Lifting her eyes to his reflection as he moved to her, Anna watched as his hands, so large and broad, settled against her shoulders, his thumbs stroking gently beneath her nape.
“Do you know your mother called me?” he asked when she didn’t answer.
“What did she say?” Jerking her gaze to the reflection of his eyes, Anna felt her heartbeat becoming sluggish and heavy as her chest tightened painfully.
The sound of her mother’s tears earlier had cut at wound in her soul that still bled.
“She said your grandfather had thrown you out and you were walking alone toward Sweetrock.” The sound of his voice left her wondering if perhaps her mother hadn’t had much more than that to say.
Tightening her lips as they threatened to be
gin trembling once again, she said, “I refused to take the job in France that Jacques Dermond extended. That damned pervert.” By now she was barely holding back the tears as they filled her eyes. “I wanted to come home. I worked myself almost into exhaustion to cram eight years of classes into six, so I could come back home. So I could get to know my parents and grandparents.” She swallowed tightly, inhaling with jerky breaths. “I was supposed to be in college four years, Archer. Just four.” Outrage colored her voice. “Do you know John Corbin changed my major when I refused to go to France that summer?”

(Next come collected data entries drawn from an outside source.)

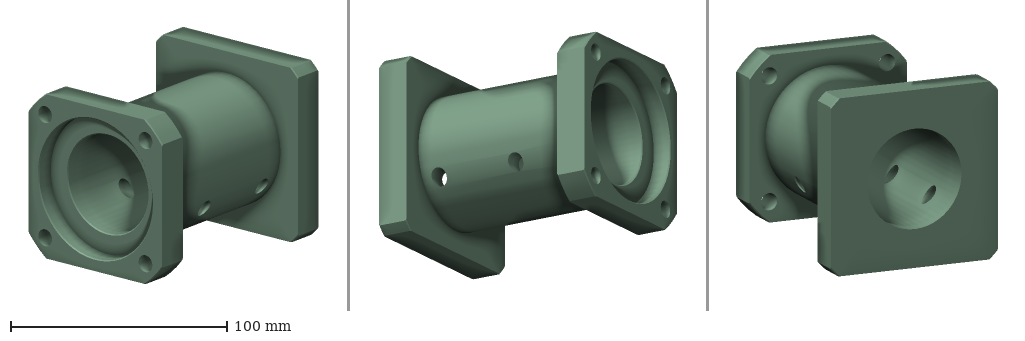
import cadquery as cq

total_length = 111
flange_thickness = 15.0
edge_chamfer = 0.5

front_flange_side = 80.0
front_corner_diameter = 100.0
rear_flange_side = 85.0
rear_corner_diameter = 114.8

tube_diameter = 64.0
bore_diameter = 48.0
counterbore_diameter = 68.0
counterbore_depth = 9.0

mount_hole_diameter = 8.2
mount_hole_spacing = 60.0

cross_hole_diameter = 8.0
cross_hole_drop = 15.0
rear_cross_hole_setback = 24.0
cross_hole_spacing = 42.0


def cylinder(diameter, length, start_y):
    """Cylinder on the tube axis, from start_y toward +Y."""
    plane = cq.Workplane("XZ", origin=(0, start_y, 0))
    return plane.circle(diameter / 2).extrude(-length)


def flange(side, corner_diameter, start_y):
    """Square plate whose round corners carry chamfers left from the turned disc."""
    disc = cylinder(corner_diameter, flange_thickness, start_y).edges().chamfer(edge_chamfer)
    plate = cq.Workplane("XZ", origin=(0, start_y, 0)).rect(side, side).extrude(-flange_thickness)
    return plate.intersect(disc)


def entry_chamfer(diameter, start_y):
    """Cone that breaks the edge of a bore opening toward -Y at start_y."""
    radius = diameter / 2
    return (
        cq.Workplane("XY")
        .moveTo(0, start_y)
        .lineTo(radius + edge_chamfer, start_y)
        .lineTo(radius, start_y + edge_chamfer)
        .lineTo(0, start_y + edge_chamfer)
        .close()
        .revolve(360, (0, 0, 0), (0, 1, 0))
    )


result = (
    cylinder(tube_diameter, total_length, 0)
    .union(flange(front_flange_side, front_corner_diameter, 0))
    .union(flange(rear_flange_side, rear_corner_diameter, total_length - flange_thickness))
)

result = (
    result.cut(cylinder(bore_diameter, total_length, 0))
    .cut(cylinder(counterbore_diameter, counterbore_depth, 0))
    .cut(entry_chamfer(counterbore_diameter, 0))
    .cut(entry_chamfer(bore_diameter, counterbore_depth))
)

mount_holes = (
    cq.Workplane("XZ")
    .rect(mount_hole_spacing, mount_hole_spacing, forConstruction=True)
    .vertices()
    .circle(mount_hole_diameter / 2)
    .extrude(-flange_thickness)
)
result = result.cut(mount_holes)

rear_cross_hole_y = total_length - rear_cross_hole_setback
cross_holes = (
    cq.Workplane("YZ")
    .pushPoints(
        [
            (rear_cross_hole_y, -cross_hole_drop),
            (rear_cross_hole_y - cross_hole_spacing, -cross_hole_drop),
        ]
    )
    .circle(cross_hole_diameter / 2)
    .extrude(tube_diameter / 2, both=True)
)
result = result.cut(cross_holes)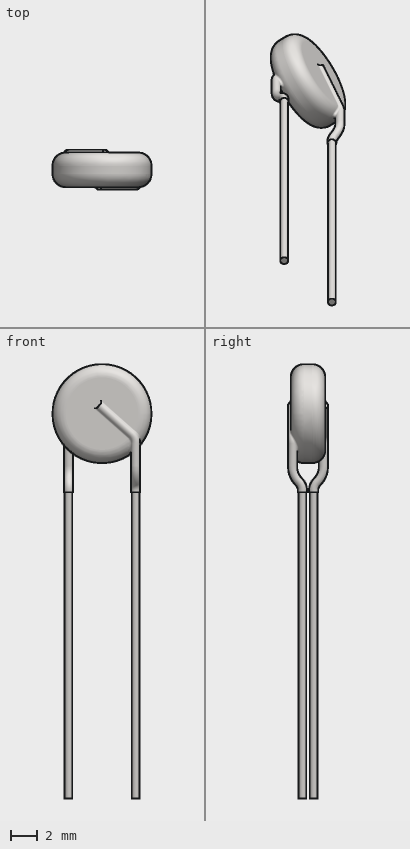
import cadquery as cq
import math

disc_diameter = 7.4
disc_thickness = 2.6
disc_edge_radius = 1.0

overall_depth = 3.0
overall_height = 32.4

lead_pitch = 5.0
coat_diameter = 0.7
wire_diameter = 0.6

crimp_upper_radius = 1.6
crimp_lower_radius = 0.9
crimp_angle = math.radians(45)
crimp_top_z = -3.95
coat_tail_length = 0.15
coat_tail_rounding = (coat_diameter - wire_diameter) / 2
coat_root_fillet = 0.15
elbow_bottom_z = -2.2
elbow_radius = 0.85
elbow_angle = math.radians(48.5)
inner_end_x = -0.23

disc_radius = disc_diameter / 2
disc_face_radius = disc_radius - disc_edge_radius
lead_x = lead_pitch / 2
coat_y = -(overall_depth - coat_diameter) / 2
crimp_radius_sum = crimp_upper_radius + crimp_lower_radius
wire_y = coat_y + crimp_radius_sum * (1 - math.cos(crimp_angle))
crimp_bottom_z = crimp_top_z - crimp_radius_sum * math.sin(crimp_angle)
coat_bottom_z = crimp_bottom_z - coat_tail_length
wire_bottom_z = disc_radius - overall_height


def make_disc():
    """Disc with both rims rounded, revolved about Y so that its seam runs over the top."""
    half_thickness = disc_thickness / 2
    return (
        cq.Workplane("YZ")
        .moveTo(-half_thickness, 0)
        .lineTo(-half_thickness, disc_face_radius)
        .radiusArc((-half_thickness + disc_edge_radius, disc_radius), disc_edge_radius)
        .lineTo(half_thickness - disc_edge_radius, disc_radius)
        .radiusArc((half_thickness, disc_face_radius), disc_edge_radius)
        .lineTo(half_thickness, 0)
        .close()
        .revolve(360, (0, 0, 0), (1, 0, 0))
    )


def arc_point(start, radius, turn, side):
    """End of an arc that leaves start along Z and bends by turn.

    A positive radius climbs and a negative one descends; side (+1 or -1) is the way it bends.
    """
    return (
        start[0] + side * abs(radius) * (1 - math.cos(turn)),
        start[1] + radius * math.sin(turn),
    )


def make_crimp():
    """Coated S-bend, with its tail, that steps the lead from the disc face toward mid-depth."""
    bottom = (wire_y, crimp_bottom_z)
    top = (coat_y, crimp_top_z)
    path = (
        cq.Workplane("YZ", origin=(lead_x, 0, 0))
        .moveTo(wire_y, coat_bottom_z)
        .lineTo(*bottom)
        .threePointArc(
            arc_point(bottom, crimp_lower_radius, crimp_angle / 2, -1),
            arc_point(bottom, crimp_lower_radius, crimp_angle, -1),
        )
        .threePointArc(arc_point(top, -crimp_upper_radius, crimp_angle / 2, 1), top)
    )
    return (
        cq.Workplane("XY", origin=(lead_x, wire_y, coat_bottom_z))
        .circle(coat_diameter / 2)
        .sweep(path)
        .faces("<Z")
        .edges()
        .fillet(coat_tail_rounding)
    )


def make_elbow():
    """Coated stretch up the disc face: straight, elbow, then slanting past the disc centre."""
    elbow_start = (lead_x, elbow_bottom_z)
    elbow_mid = arc_point(elbow_start, elbow_radius, elbow_angle / 2, -1)
    elbow_end = arc_point(elbow_start, elbow_radius, elbow_angle, -1)
    slant_rise = (elbow_end[0] - inner_end_x) / math.tan(elbow_angle)
    inner_end = (inner_end_x, elbow_end[1] + slant_rise)
    path = (
        cq.Workplane("XZ", origin=(0, coat_y, 0))
        .moveTo(lead_x, crimp_top_z)
        .lineTo(*elbow_start)
        .threePointArc(elbow_mid, elbow_end)
        .lineTo(*inner_end)
    )
    return (
        cq.Workplane("XY", origin=(lead_x, coat_y, crimp_top_z))
        .circle(coat_diameter / 2)
        .sweep(path)
    )


def make_wire():
    """Bare straight wire below the coating."""
    return (
        cq.Workplane("XY", origin=(lead_x, wire_y, wire_bottom_z))
        .circle(wire_diameter / 2)
        .extrude(coat_bottom_z - wire_bottom_z)
    )


def make_lead():
    """Complete lead on the -Y face of the disc."""
    return make_elbow().union(make_crimp()).union(make_wire())


def fillet_coat_roots(body):
    """Fillet where the coated leads sink into the disc.

    The lines where lead and disc meet lie wholly inside this box. The coat's end edges
    stand proud of the disc faces, and the disc's own circles reach above the box.
    """
    clearance = 0.01
    half_x = lead_x + coat_diameter / 2 - clearance
    half_y = disc_thickness / 2 + clearance
    half_z = disc_face_radius - clearance
    root_box = cq.selectors.BoxSelector(
        (-half_x, -half_y, -disc_radius),
        (half_x, half_y, half_z),
        boundingbox=True,
    )
    return body.edges(root_box).fillet(coat_root_fillet)


front_lead = make_lead()
back_lead = front_lead.rotate((0, 0, 0), (0, 0, 1), 180)

body = make_disc().union(front_lead).union(back_lead)
result = fillet_coat_roots(body)

“I heard,” he sighed. “I’m sorry, Anna.”
“What did I do that was so wrong, Archer? That was so bad?” There was no holding back the pain that filled her. Her voice echoed with the consufion inside her. “What was so horrible about wanting to know family? The Slasher hasn’t struck out at family, only lovers.”
“Nothing that I could ever imagine.” He sighed heavily, his arms lowering to wrap around her stomach and pull her back against him. “I honestly believe they wanted nothing more than to keep you safe, sweetheart. They’ve gone about it the wrong way perhaps, but it was done out of love.”
A bitter laugh escaped her.
Turning from his reflection she faced him, a certain knowledge rising inside her.
“He never regretted losing his only grandson. Why would he regret losing one worthless granddaughter?”
“John Corbin has more regrets, I believe, than he admits to,” he stated as she pulled away from him.
The loss of his warmth, the loss of that feeling of not being so alone in the world, caused the battle with her tears to only become harder.
“It doesn’t matter.” Drawing in a deep breath, Anna forced herself to shrug it away. “None of it really matters now, Archer. And things are really no different now than they ever were, other than the fact that I now know they never really wanted me with them.”
All the years of vacations in exotic locales, and pushing her off on business associates when they couldn’t accompany her. The times she had cried and begged to come home, and the excuses they had given, all well-practiced and regretfully voiced.